- _Task_: Your copy of the entries must be exact, and it must not include the pictures.

- _Recorded information_:
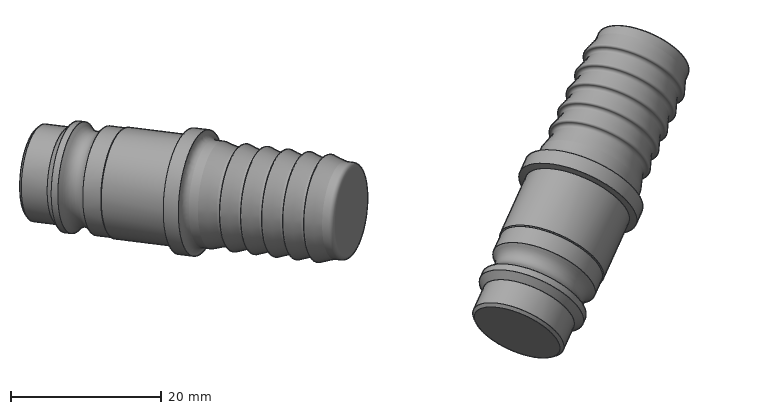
import cadquery as cq
import math

LENGTH = 45.0

BODY_RADIUS = 6.55
NOSE_CHAMFER = 0.4
SLEEVE_RADIUS = 7.5
RIDGE_TOP_START = 5.05
RIDGE_TOP_WIDTH = 0.95

GROOVE_EDGE_RADIUS = 6.98
GROOVE_WIDTH = 2.55

LAND_RADIUS = 7.4
SLEEVE_START = 12.2

FLANGE_RADIUS = 8.5
FLANGE_START = 21.4
FLANGE_WIDTH = 2.15
FLANK_WIDTH = 0.2
FLANGE_FILLET = 1.0

HUB_RADIUS = 7.25
HUB_END = 25.9
HUB_TAPER_END = 28.35

BARB_COUNT = 5
FIRST_BARB = 28.9
LAST_BARB = 40.9
BARB_CREST_RADIUS = 7.4
BARB_ANGLE = 18.0
CREST_ROUNDING = 0.25
ROOT_ROUNDING = 0.4
END_ROUNDING = 0.6

BARB_PITCH = (LAST_BARB - FIRST_BARB) / (BARB_COUNT - 1)
BARB_SLOPE = math.tan(math.radians(BARB_ANGLE))
BARB_ROOT_RADIUS = BARB_CREST_RADIUS - BARB_PITCH * BARB_SLOPE
BARB_WALLS = [FIRST_BARB + i * BARB_PITCH for i in range(BARB_COUNT)]
FLANGE_END = FLANGE_START + FLANGE_WIDTH


def add_plug(profile):
    """Nose, ridge, groove, land and sleeve, up to the flange."""
    ridge_top_end = RIDGE_TOP_START + RIDGE_TOP_WIDTH
    groove_start = ridge_top_end + SLEEVE_RADIUS - GROOVE_EDGE_RADIUS
    groove_end = groove_start + GROOVE_WIDTH
    groove_depth = GROOVE_WIDTH / 2 * math.tan(math.radians(45 / 2))
    groove_floor = (groove_start + GROOVE_WIDTH / 2, GROOVE_EDGE_RADIUS - groove_depth)
    land_start = groove_end + LAND_RADIUS - GROOVE_EDGE_RADIUS
    sleeve_step = SLEEVE_RADIUS - LAND_RADIUS
    return (
        profile.lineTo(0, BODY_RADIUS - NOSE_CHAMFER)
        .lineTo(NOSE_CHAMFER, BODY_RADIUS)
        .lineTo(RIDGE_TOP_START - (SLEEVE_RADIUS - BODY_RADIUS), BODY_RADIUS)
        .lineTo(RIDGE_TOP_START, SLEEVE_RADIUS)
        .lineTo(ridge_top_end, SLEEVE_RADIUS)
        .lineTo(groove_start, GROOVE_EDGE_RADIUS)
        .threePointArc(groove_floor, (groove_end, GROOVE_EDGE_RADIUS))
        .lineTo(land_start, LAND_RADIUS)
        .lineTo(SLEEVE_START - sleeve_step, LAND_RADIUS)
        .lineTo(SLEEVE_START, SLEEVE_RADIUS)
        .lineTo(FLANGE_START - FLANK_WIDTH, SLEEVE_RADIUS)
    )


def add_flange_and_hub(profile):
    """Flange and tapered hub, up to the root of the first barb."""
    return (
        profile.lineTo(FLANGE_START, FLANGE_RADIUS)
        .lineTo(FLANGE_END, FLANGE_RADIUS)
        .lineTo(FLANGE_END + FLANK_WIDTH, HUB_RADIUS)
        .lineTo(HUB_END, HUB_RADIUS)
        .lineTo(HUB_TAPER_END, BODY_RADIUS)
        .lineTo(FIRST_BARB, BODY_RADIUS)
    )


def add_barbs(profile):
    """Sawtooth barbs with sharp corners, then the plain hose end."""
    for wall in BARB_WALLS[:-1]:
        profile = profile.lineTo(wall, BARB_CREST_RADIUS)
        profile = profile.lineTo(wall + BARB_PITCH, BARB_ROOT_RADIUS)
    last_wall = BARB_WALLS[-1]
    last_cone_length = (BARB_CREST_RADIUS - BODY_RADIUS) / BARB_SLOPE
    return (
        profile.lineTo(last_wall, BARB_CREST_RADIUS)
        .lineTo(last_wall + last_cone_length, BODY_RADIUS)
        .lineTo(LENGTH, BODY_RADIUS)
        .lineTo(LENGTH, 0)
    )


def round_edge(body, x, radius, rounding):
    """Fillet the circular edge of the given radius at position x."""
    tolerance = 4.5e-05

    def is_wanted(edge):
        if edge.geomType() != "CIRCLE":
            return False
        return abs(edge.Center().x - x) < tolerance and abs(edge.radius() - radius) < tolerance

    return body.edges().filter(is_wanted).fillet(rounding)


outline = cq.Workplane("XY").moveTo(0, 0)
outline = add_plug(outline)
outline = add_flange_and_hub(outline)
outline = add_barbs(outline)
result = outline.close().revolve(360, (0, 0, 0), (1, 0, 0))

result = round_edge(result, FLANGE_END + FLANK_WIDTH, HUB_RADIUS, FLANGE_FILLET)
result = round_edge(result, LENGTH, BODY_RADIUS, END_ROUNDING)

root_radius = BODY_RADIUS
for barb_wall in BARB_WALLS:
    result = round_edge(result, barb_wall, BARB_CREST_RADIUS, CREST_ROUNDING)
    result = round_edge(result, barb_wall, root_radius, ROOT_ROUNDING)
    root_radius = BARB_ROOT_RADIUS

- _Answer below_:
import cadquery as cq
import math

LENGTH = 45.0

BODY_RADIUS = 6.55
NOSE_CHAMFER = 0.4
SLEEVE_RADIUS = 7.5
RIDGE_TOP_START = 5.05
RIDGE_TOP_WIDTH = 0.95

GROOVE_EDGE_RADIUS = 6.98
GROOVE_WIDTH = 2.55

LAND_RADIUS = 7.4
SLEEVE_START = 12.2

FLANGE_RADIUS = 8.5
FLANGE_START = 21.4
FLANGE_WIDTH = 2.15
FLANK_WIDTH = 0.2
FLANGE_FILLET = 1.0

HUB_RADIUS = 7.25
HUB_END = 25.9
HUB_TAPER_END = 28.35

BARB_COUNT = 5
FIRST_BARB = 28.9
LAST_BARB = 40.9
BARB_CREST_RADIUS = 7.4
BARB_ANGLE = 18.0
CREST_ROUNDING = 0.25
ROOT_ROUNDING = 0.4
END_ROUNDING = 0.6

BARB_PITCH = (LAST_BARB - FIRST_BARB) / (BARB_COUNT - 1)
BARB_SLOPE = math.tan(math.radians(BARB_ANGLE))
BARB_ROOT_RADIUS = BARB_CREST_RADIUS - BARB_PITCH * BARB_SLOPE
BARB_WALLS = [FIRST_BARB + i * BARB_PITCH for i in range(BARB_COUNT)]
FLANGE_END = FLANGE_START + FLANGE_WIDTH


def add_plug(profile):
    """Nose, ridge, groove, land and sleeve, up to the flange."""
    ridge_top_end = RIDGE_TOP_START + RIDGE_TOP_WIDTH
    groove_start = ridge_top_end + SLEEVE_RADIUS - GROOVE_EDGE_RADIUS
    groove_end = groove_start + GROOVE_WIDTH
    groove_depth = GROOVE_WIDTH / 2 * math.tan(math.radians(45 / 2))
    groove_floor = (groove_start + GROOVE_WIDTH / 2, GROOVE_EDGE_RADIUS - groove_depth)
    land_start = groove_end + LAND_RADIUS - GROOVE_EDGE_RADIUS
    sleeve_step = SLEEVE_RADIUS - LAND_RADIUS
    return (
        profile.lineTo(0, BODY_RADIUS - NOSE_CHAMFER)
        .lineTo(NOSE_CHAMFER, BODY_RADIUS)
        .lineTo(RIDGE_TOP_START - (SLEEVE_RADIUS - BODY_RADIUS), BODY_RADIUS)
        .lineTo(RIDGE_TOP_START, SLEEVE_RADIUS)
        .lineTo(ridge_top_end, SLEEVE_RADIUS)
        .lineTo(groove_start, GROOVE_EDGE_RADIUS)
        .threePointArc(groove_floor, (groove_end, GROOVE_EDGE_RADIUS))
        .lineTo(land_start, LAND_RADIUS)
        .lineTo(SLEEVE_START - sleeve_step, LAND_RADIUS)
        .lineTo(SLEEVE_START, SLEEVE_RADIUS)
        .lineTo(FLANGE_START - FLANK_WIDTH, SLEEVE_RADIUS)
    )


def add_flange_and_hub(profile):
    """Flange and tapered hub, up to the root of the first barb."""
    return (
        profile.lineTo(FLANGE_START, FLANGE_RADIUS)
        .lineTo(FLANGE_END, FLANGE_RADIUS)
        .lineTo(FLANGE_END + FLANK_WIDTH, HUB_RADIUS)
        .lineTo(HUB_END, HUB_RADIUS)
        .lineTo(HUB_TAPER_END, BODY_RADIUS)
        .lineTo(FIRST_BARB, BODY_RADIUS)
    )


def add_barbs(profile):
    """Sawtooth barbs with sharp corners, then the plain hose end."""
    for wall in BARB_WALLS[:-1]:
        profile = profile.lineTo(wall, BARB_CREST_RADIUS)
        profile = profile.lineTo(wall + BARB_PITCH, BARB_ROOT_RADIUS)
    last_wall = BARB_WALLS[-1]
    last_cone_length = (BARB_CREST_RADIUS - BODY_RADIUS) / BARB_SLOPE
    return (
        profile.lineTo(last_wall, BARB_CREST_RADIUS)
        .lineTo(last_wall + last_cone_length, BODY_RADIUS)
        .lineTo(LENGTH, BODY_RADIUS)
        .lineTo(LENGTH, 0)
    )


def round_edge(body, x, radius, rounding):
    """Fillet the circular edge of the given radius at position x."""
    tolerance = 4.5e-05

    def is_wanted(edge):
        if edge.geomType() != "CIRCLE":
            return False
        return abs(edge.Center().x - x) < tolerance and abs(edge.radius() - radius) < tolerance

    return body.edges().filter(is_wanted).fillet(rounding)


outline = cq.Workplane("XY").moveTo(0, 0)
outline = add_plug(outline)
outline = add_flange_and_hub(outline)
outline = add_barbs(outline)
result = outline.close().revolve(360, (0, 0, 0), (1, 0, 0))

result = round_edge(result, FLANGE_END + FLANK_WIDTH, HUB_RADIUS, FLANGE_FILLET)
result = round_edge(result, LENGTH, BODY_RADIUS, END_ROUNDING)

root_radius = BODY_RADIUS
for barb_wall in BARB_WALLS:
    result = round_edge(result, barb_wall, BARB_CREST_RADIUS, CREST_ROUNDING)
    result = round_edge(result, barb_wall, root_radius, ROOT_ROUNDING)
    root_radius = BARB_ROOT_RADIUS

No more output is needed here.